UV-Vis spectral study indicated a peak in the range of 250–270 nm that showed the formation of chitosan (Fig. 1). The present study is in accordance with the earlier study by Gokulalakshmi et al. (2017).

The FT-IR study showed different absorption bands in the range of 500 to 4500 cm⁻¹ (Fig. 2). The major absorption band at 1036.78 and 1048.1 represent the CO stretching vibration of the structure. The peak noticed at 1566.27 corresponds to N–H bending of secondary amide II band of –CONH. Furthermore, the sample showed the absorption band at 1496.83 indicating the presence of –CH₃ group. Peak at 3510.6 showed the presence of NH stretch. Similarly, absorption band at 872.83 corresponds to ring stretching of the structure (Table 1). This showed the confirmation of formation of chitosan (Paul et al. 2014; Di Martino et al. 2005).

It is observed from the thermogram that the chitosan has stage-wise weight loss in two different temperature ranges.
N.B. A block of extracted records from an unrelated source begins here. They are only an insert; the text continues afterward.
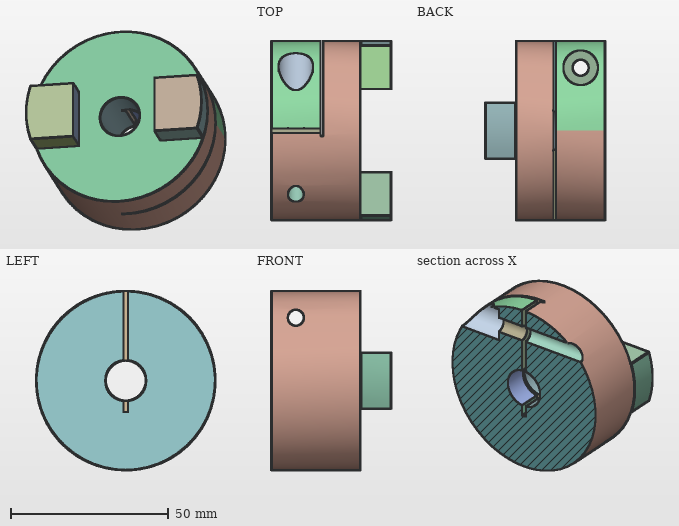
import cadquery as cq

outer_diameter = 57.15
total_length = 38.2
hub_length = 28.45
bore_diameter = 12.7
edge_chamfer = 0.2

slit_width = 1.45
slit_depth_below_axis = 10.0
cross_cut_start = 15.7
cross_cut_width = 0.8
cross_cut_depth_past_axis = 1.85

screw_x = 7.85
screw_z = 20.0
screw_hole_diameter = 5.05
head_bore_diameter = 11.05
head_seat_y = 10.0

jaw_width = 18.0
jaw_inner_y = 13.2
jaw_chamfer = 0.2

outer_radius = outer_diameter / 2
jaw_length = total_length - hub_length


def make_hub():
    """Chamfered cylinder with a chamfered through bore."""
    hub = cq.Workplane("YZ").circle(outer_radius).extrude(hub_length)
    hub = hub.faces("<X or >X").chamfer(edge_chamfer)
    bore = cq.Workplane("YZ").circle(bore_diameter / 2).extrude(hub_length)
    return hub.cut(bore).edges(cq.selectors.RadiusNthSelector(0)).chamfer(edge_chamfer)


def make_jaw(side):
    """Block on the +Y (side = 1) or -Y (side = -1) half, rounded to the hub's outer radius."""
    jaw_depth = outer_radius - jaw_inner_y
    block = (
        cq.Workplane("XY")
        .box(jaw_length, jaw_depth, jaw_width)
        .translate((hub_length + jaw_length / 2, side * (jaw_inner_y + jaw_depth / 2), 0))
    )
    envelope = cq.Workplane("YZ").circle(outer_radius).extrude(total_length)
    jaw = block.intersect(envelope)
    outer_edges = jaw.faces("%CYLINDER").edges()
    end_edges = jaw.faces(">X").edges("|Y")
    return outer_edges.add(end_edges).chamfer(jaw_chamfer)


def cut_slit(body):
    """Axial slit from the rim, across the bore, to a blind end below it."""
    slit_height = outer_radius + slit_depth_below_axis
    slit = (
        cq.Workplane("XY")
        .box(cross_cut_start, slit_width, slit_height)
        .translate((cross_cut_start / 2, 0, slit_height / 2 - slit_depth_below_axis))
    )
    return body.cut(slit)


def cut_cross(body):
    """Cross cut through the full height from the +Y rim to just past the axis, with a round end."""
    end_radius = cross_cut_width / 2
    arc_start_y = end_radius - cross_cut_depth_past_axis
    cross_cut = (
        cq.Workplane("XY")
        .moveTo(cross_cut_start, outer_radius)
        .lineTo(cross_cut_start, arc_start_y)
        .threePointArc(
            (cross_cut_start + end_radius, -cross_cut_depth_past_axis),
            (cross_cut_start + cross_cut_width, arc_start_y),
        )
        .lineTo(cross_cut_start + cross_cut_width, outer_radius)
        .close()
        .extrude(outer_radius, both=True)
    )
    return body.cut(cross_cut)


def cut_screw_hole(body):
    """Through hole along Y with a counterbore for the screw head on the +Y side."""
    screw_axis = cq.Workplane("XZ").center(screw_x, screw_z)
    hole = screw_axis.circle(screw_hole_diameter / 2).extrude(outer_radius, both=True)
    head_bore = (
        screw_axis.workplane(offset=-head_seat_y)
        .circle(head_bore_diameter / 2)
        .extrude(head_seat_y - outer_radius)
    )
    return body.cut(hole).cut(head_bore)


body = make_hub()
for side in (1, -1):
    body = body.union(make_jaw(side))
body = cut_slit(body)
body = cut_cross(body)
result = cut_screw_hole(body)

The initial weight loss is in the range of 30 to 120 °C corresponds to the removal of moisture content, and the second loss in the range between 210 and 360 °C may be attributed to deacetylation, depolymerization, and decomposition of chitosan (Fig. 3). The present study is in accordance with earlier study of Kumari et al. (2016). TGA provides quantitative measurement of mass change in materials associated with transition and thermal degradation. The loss in weight over specific temperature ranges provides an indication of the composition of the sample as well as indications of thermal stability. The study indicates the lower thermal stability of chitosan which may be due to introduction of weak linkage into the polymer chain and arises due to process condition and impurities (Nising 2006; Andrade et al. 2012).

The XRD study is used to determine the polymorphic form of compounds having different crystalline structures. In the present study, chitosan extracted from IMC was studied for XRD pattern. The IMC-extracted chitosan exhibited peaks 2θ were 25.81°, 32.12°, 53.81°, and 63.94° which correspond to characteristic peaks of chitosan (Fig. 4). The intense peak at 32.12 indicates the presence of hydroxyapatite (Kaya et al. 2014). This is in accordance with earlier study made by Allison et al. (2014) and Zaku et al. (2011). The sharp peak at 25.81° corresponds to chitosan which was in accordance with the earlier findings of Kumari et al. (2016) and Zaku et al. (2011).

It is important to study the morphological characteristics of the sample to check the presence of chitosan. In the present study, chitosan was selected morphological examination by SEM (Fig. 5). The extracted chitosan was observed to have layer of flakes. The sample exhibited rough and thick surface morphology under electron microscopic examination at × 50 magnification which was in accordance to the previous studies (Kumari and Rath 2014).